- **What you will do**
Copy each line in the data that includes the word "parent".

○ ○ ○ ○

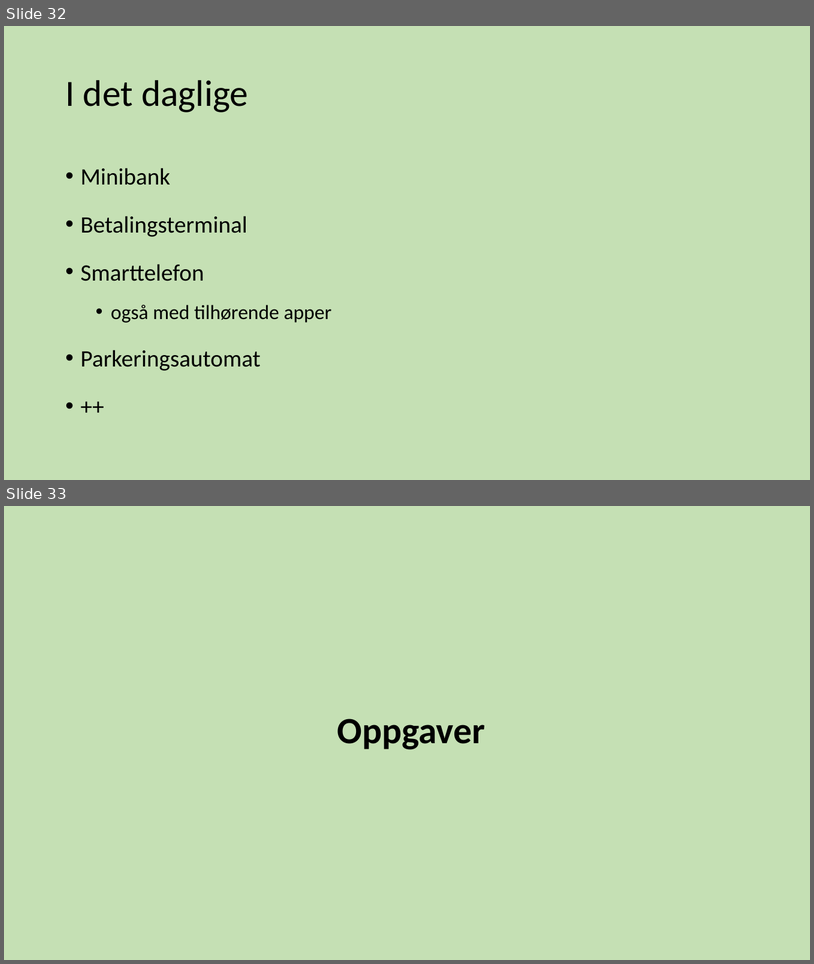
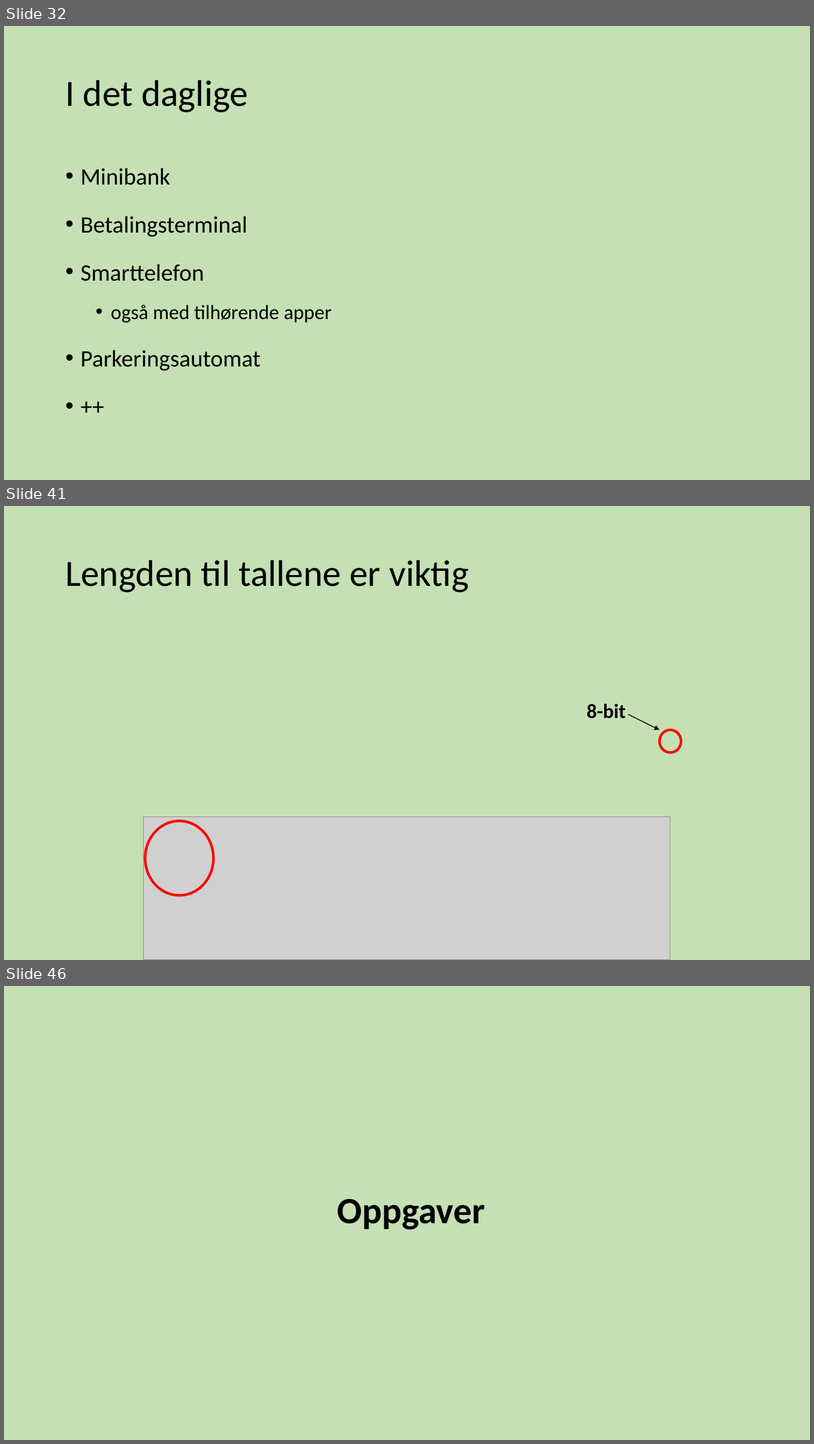
Before and after one commit to tabmy/SommerkursProg17, a slide deck: Forelesninger/ProgKursMandag.pptx. Shown one above the other, each under a label of ours: slides 32 and 33 before the commit, slides 32, 41 and 46 after it; the slides between them are not shown. The pictures are 814x964 and 814x1444 pixels, drawn with LibreOffice and Linux fonts; fonts in the diff are those of the drawing; grey boxes stand for pictures. Boxes give left, top, right and bottom in pixels: in the first picture for what was removed or moved away, otherwise in the second. Text is boxed around its words. In the diff, an @@ line names an element or a change of style, - is before the commit and + after.

```diff
--- a/Forelesninger/ProgKursMandag.pptx
+++ b/Forelesninger/ProgKursMandag.pptx
@@ slide 41 added at bbox=[4, 506, 810, 960], background #C5E0B4 @@
@@ title added at bbox=[65, 560, 469, 592], 44 pt, text #000000 @@
+Lengden til tallene er viktig
@@ text added at bbox=[587, 703, 626, 718], 24 pt, text #000000, bold @@
+8-bit
@@ arrow added from (629, 714) to (660, 730), #000000 1 pt @@
@@ ellipse added at bbox=[660, 730, 681, 753], outline #FF0000 3 pt @@
@@ picture added at bbox=[144, 816, 671, 960] @@
@@ ellipse added at bbox=[145, 820, 213, 895], outline #FF0000 3 pt @@
@@ what was slide 33 is now slide 46 @@
```
Also in this commit, not shown: 4 slides changed, 12 other slides added, 2 other files.
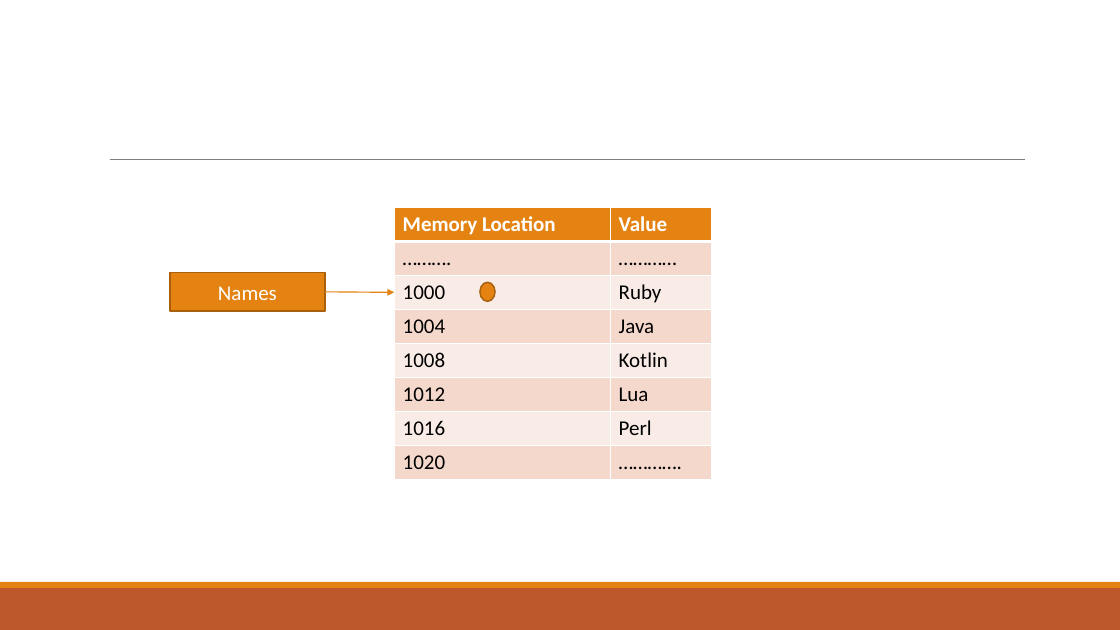
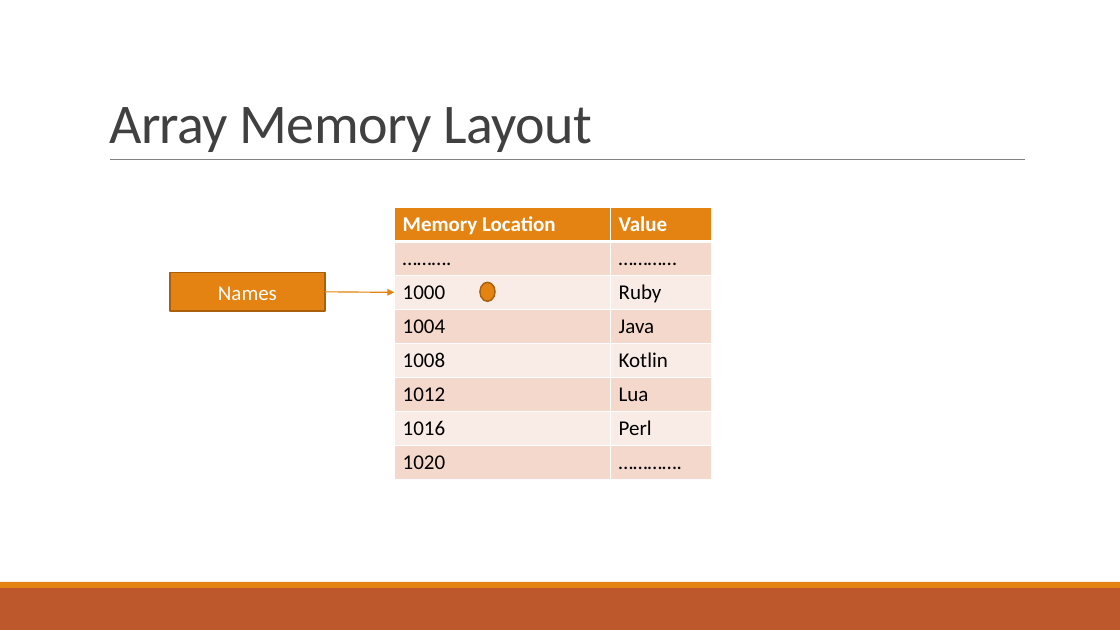
Before and after one commit to pawan9489/TeachingRuby, a slide deck: slide 7 of Session2-Array&Strings.pptx (slide 5 before the commit). Drawn at 1120x630 pixels with LibreOffice and Linux fonts; fonts in the diff are those of the drawing. Boxes give left, top, right and bottom in pixels: in the first picture for what was removed or moved away, otherwise in the second. Text is boxed around its words. In the diff, an @@ line names an element or a change of style, - is before the commit and + after.

```diff
--- a/Session2-Array&Strings.pptx
+++ b/Session2-Array&Strings.pptx
@@ title added at box(109, 107, 592, 152), 48 pt, text #404040 @@
+Array Memory Layout
```
Also in this commit, not shown: 4 other slides changed, 4 slides added, 6 other files.
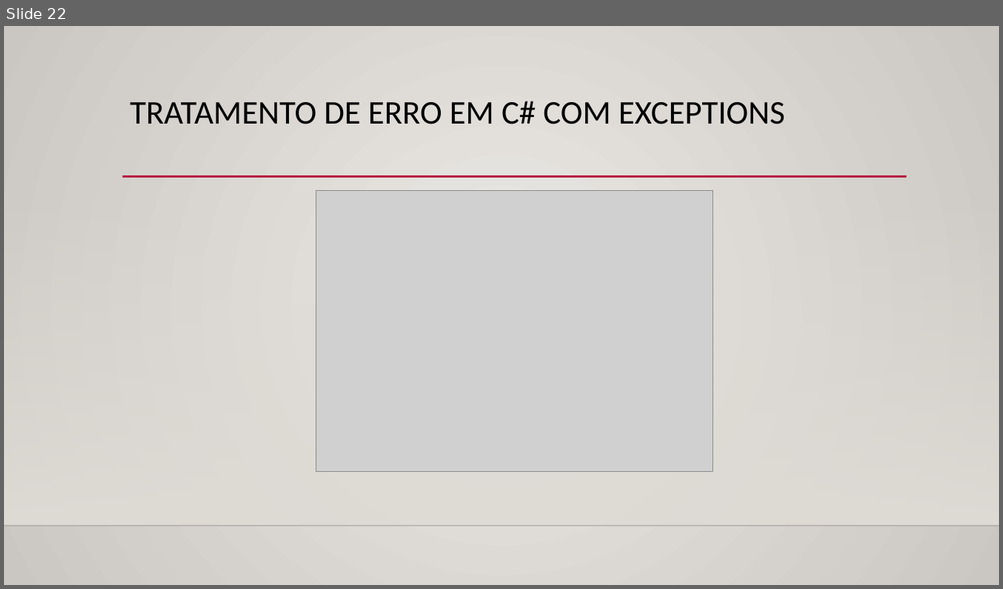
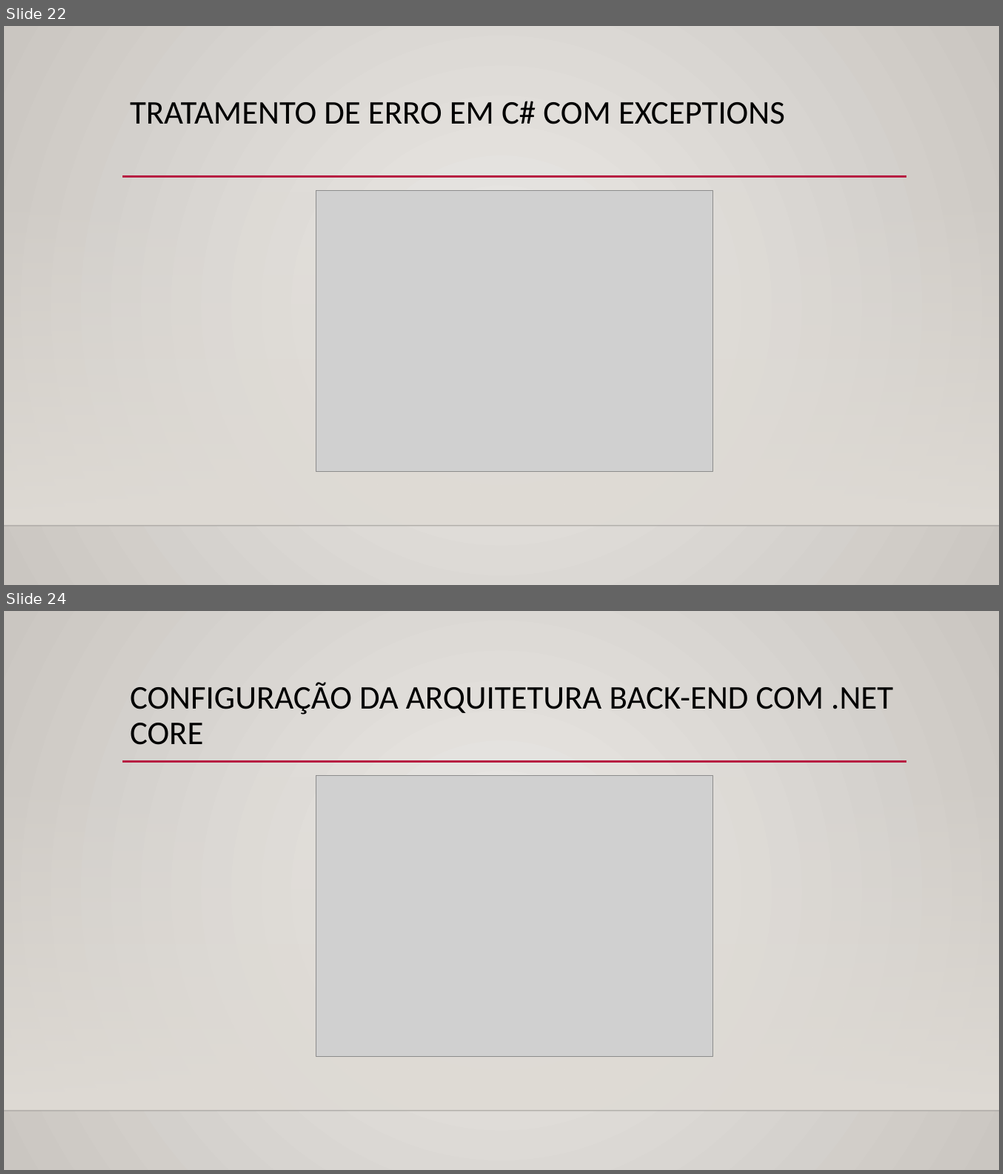
Before and after one commit to Rosem111/Evolu-o-na-DIO, a slide deck: Conquistas/Conquistas.pptx. Shown one above the other, each under a label of ours: slide 22 before the commit, slides 22 and 24 after it; the slides between them are not shown. The pictures are 1003x589 and 1003x1174 pixels, drawn with LibreOffice and Linux fonts; fonts in the diff are those of the drawing; grey boxes stand for pictures; background and template pictures are left out. Boxes give left, top, right and bottom in pixels: in the first picture for what was removed or moved away, otherwise in the second. Text is boxed around its words. In the diff, an @@ line names an element or a change of style, - is before the commit and + after.

```diff
--- a/Conquistas/Conquistas.pptx
+++ b/Conquistas/Conquistas.pptx
@@ slide 24 added at [4, 611, 999, 1170], background gradient #ECEAE7 to #CAC7C1; not listed: 3 template elements that a slide beside it also shows @@
@@ title added at [130, 682, 893, 745], 32 pt, text #000000 @@
+CONFIGURAÇÃO DA ARQUITETURA BACK-END COM .NET CORE
@@ picture added at [316, 775, 712, 1056] @@
```
Also in this commit, not shown: 2 other slides added.
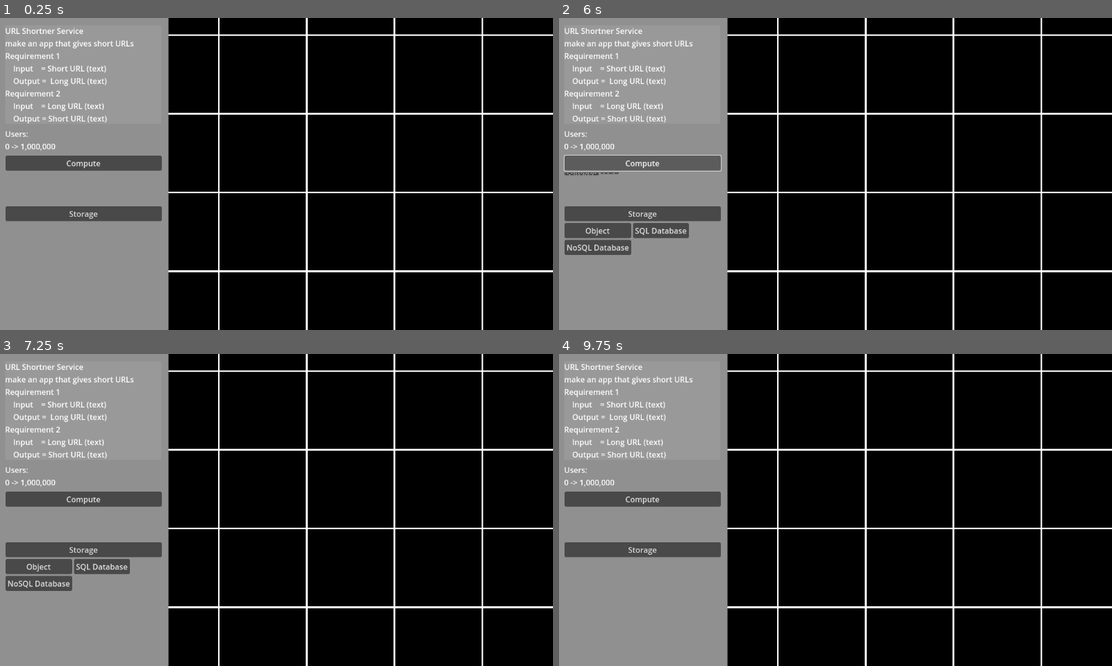
Above: before the commit, frames 1-4 (two rows, left to right).
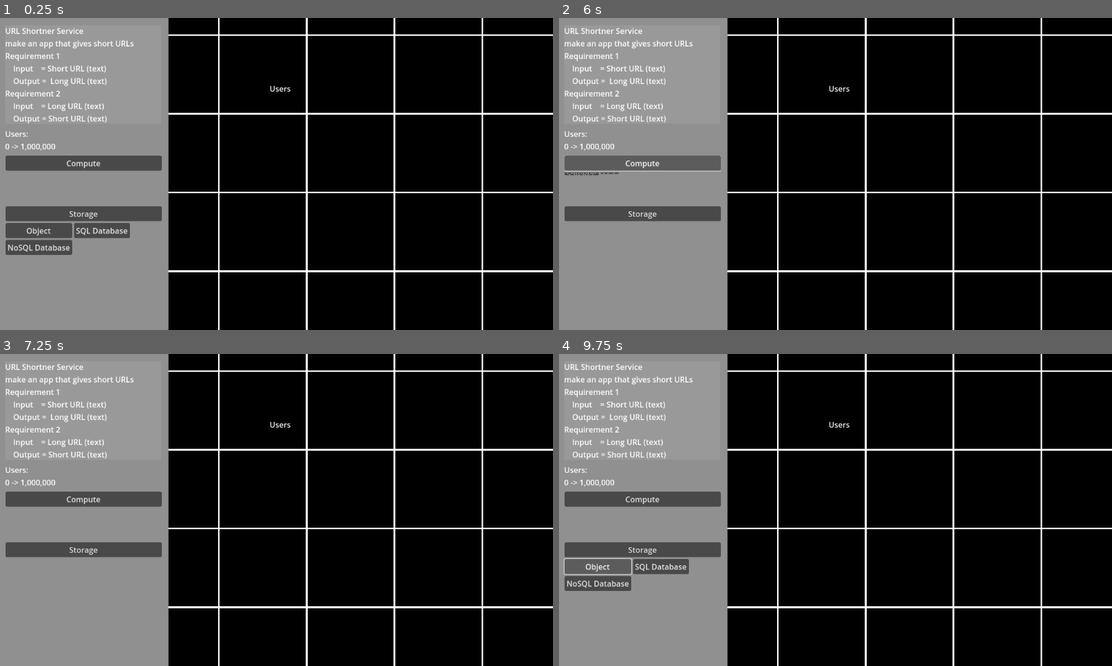
Above: after the commit, the same moments.

Repository: hud987/B2BSaaSSimulator
Game: Godot game, scene res://Scenes/B2BSaaSSimulator.tscn
Two runs of this game, one before a commit and one after it. Both use one fixed random seed, a clock stepped at 60 frames per second and the inputs below.
Inputs:
- Up to frame 1 (0.25 s): no input
- Up to frame 2 (6 s): click "Compute" at 0.5 s; click "Storage" at 1.25 s; click "Lambda" at 2 s; click "EC2" at 2.75 s; click "Cluster" at 3.5 s; click "Object" at 4.25 s; click "SQL Database" at 5 s; click "Compute" at 5.75 s
- Up to frame 3 (7.25 s): click "Lambda" at 6.5 s
- Up to frame 4 (9.75 s): click "EC2" at 7.25 s; click "Cluster" at 8 s; click "Storage" at 8.75 s; click "Object" at 9.5 s

The runs differ from the first frame. In frame 1, 1.6% of the frame differs, in the area x 1-53%, y 21-76%; in frame 2, 1.7%, in the area x 0-53%, y 21-76%; in frame 3, 1.6%; in frame 4, 1.7%.

Commit message:
add users to grid

Diff:
--- a/Scenes/B2BSaaSSimulator.tscn
+++ b/Scenes/B2BSaaSSimulator.tscn
@@ -60,6 +60,14 @@
 color = Color(0.080783345, 0.080783345, 0.080783345, 1)
 script = ExtResource("1_uuxxg")
 
+[node name="Label" type="Label" parent="Grid/GridBackground"]
+layout_mode = 0
+offset_left = 1011.0
+offset_top = 423.0
+offset_right = 1066.0
+offset_bottom = 468.0
+text = "Users"
+
 [node name="Menu" type="Control" parent="."]
 anchors_preset = 0
 offset_right = 40.0
@@ -118,10 +126,10 @@
 offset_bottom = 602.0
 
 [node name="Compute" type="MarginContainer" parent="Menu/MenuResources"]
-custom_minimum_size = Vector2(50, 50)
 layout_mode = 2
 
 [node name="ComputeResources" type="VBoxContainer" parent="Menu/MenuResources/Compute"]
+clip_contents = true
 layout_mode = 2
 
 [node name="Button" type="Button" parent="Menu/MenuResources/Compute/ComputeResources"]
@@ -165,7 +173,6 @@
 layout_mode = 2
 columns = 2
 script = ExtResource("1_t3hkx")
-is_expanded = false
 time = 0.2
 
 [node name="Object" type="Button" parent="Menu/MenuResources/Storage/Storage/GridContainer"]
--- a/Scenes/grid_container.gd
+++ b/Scenes/grid_container.gd
@@ -7,10 +7,12 @@
 #Force the initial render to be correct
 func _ready() -> void:
 	await get_tree().process_frame #Can force dropdown to render closed
+	print("custom minimum: ", self.custom_minimum_size.y)
+	print("is_expanded: ", is_expanded)
 	scale.y = 1.0 if is_expanded else 0.0
 
 func _on_button_pressed() -> void:
-	print(self.scale)
+	print("button pressed", self.scale)
 	self.expand()
 
 func expand() -> void:
--- a/Scenes/tile_map_layer.gd
+++ b/Scenes/tile_map_layer.gd
@@ -1,4 +1,4 @@
-extends ColorRect
+extends Control
 
 @export var cell_size : Vector2 = Vector2(32, 32)
 @export var grid_size : Vector2i = Vector2i(40, 30)

○ ○ ○ ○

- **Expected answer**
+[node name="Label" type="Label" parent="Grid/GridBackground"]
 [node name="Menu" type="Control" parent="."]
 [node name="Compute" type="MarginContainer" parent="Menu/MenuResources"]
 [node name="ComputeResources" type="VBoxContainer" parent="Menu/MenuResources/Compute"]
 [node name="Button" type="Button" parent="Menu/MenuResources/Compute/ComputeResources"]
 [node name="Object" type="Button" parent="Menu/MenuResources/Storage/Storage/GridContainer"]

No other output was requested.